Kim olduğumu değiştiremiyorum. Değiştirmek istediğimden de emin değilim, bir çok şeyden olmadığım gibi. Bunun sebebi disossiyatif kimlik bozuklukları gibi bir şey sanırım. Tabii akıl hastası değilim. -yani umarım- Benzetme yapıyorum. Bir kişide kaç tane iç ses oluyor ki? Zaman zaman aldığım kararlar bir meclis havasına bürünüyor.
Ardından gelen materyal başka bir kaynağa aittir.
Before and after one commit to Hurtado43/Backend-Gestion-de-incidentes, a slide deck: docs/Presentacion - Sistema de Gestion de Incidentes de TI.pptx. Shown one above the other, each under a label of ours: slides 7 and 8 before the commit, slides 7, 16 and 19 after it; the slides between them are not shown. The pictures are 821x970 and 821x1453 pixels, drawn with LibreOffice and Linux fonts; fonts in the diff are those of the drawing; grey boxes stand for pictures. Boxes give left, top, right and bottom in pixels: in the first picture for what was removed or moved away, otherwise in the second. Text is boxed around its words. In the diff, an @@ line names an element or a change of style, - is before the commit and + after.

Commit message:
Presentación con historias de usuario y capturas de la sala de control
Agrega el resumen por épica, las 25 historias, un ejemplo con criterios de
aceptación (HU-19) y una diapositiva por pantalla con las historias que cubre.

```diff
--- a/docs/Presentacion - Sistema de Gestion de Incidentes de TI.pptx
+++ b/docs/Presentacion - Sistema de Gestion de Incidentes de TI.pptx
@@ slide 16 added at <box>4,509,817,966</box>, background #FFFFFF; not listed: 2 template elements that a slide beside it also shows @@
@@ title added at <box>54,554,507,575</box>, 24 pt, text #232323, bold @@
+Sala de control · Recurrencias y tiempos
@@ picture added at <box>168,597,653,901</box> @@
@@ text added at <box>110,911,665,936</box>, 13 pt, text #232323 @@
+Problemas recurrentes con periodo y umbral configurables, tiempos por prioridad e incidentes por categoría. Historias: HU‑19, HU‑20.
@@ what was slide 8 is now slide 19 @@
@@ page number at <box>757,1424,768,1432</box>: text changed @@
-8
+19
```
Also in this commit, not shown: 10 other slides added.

Ben bunun kendiliğinden geliştirdiğim bir savunma mekanizması olduğuna inanıyorum. Bu durumun asıl huzursuz olduğum anlarda arttığının farkındayım. Ki çoğu zaman diken üstünde olmamın -şu an bile-  zaman sürecini hesaplamanızda yardımcı olacağını sanıyorum. Bazen tüm bunlardan kurtulup kendimi kaybettiğimde oluyor. Taa ki tetikleyici bir şey olana kadar. Genelde insanlarda dert yandığımız için tetikleyiciler de insanlar oluyor. Bir kelime, bir hareket, dokunuş, bakış... Herhangi bir şey tetikleyici olabiliyor. Daha sonra bir işlem süreci geçekleşiyor. Hesaplamalar, etkileşim, hedef, alternatifler, tehlike ve duruma göre bir çok faktör işlem sürecine eklenip çıkan sonuca göre değerleniyor.




will we burn or we just smolder?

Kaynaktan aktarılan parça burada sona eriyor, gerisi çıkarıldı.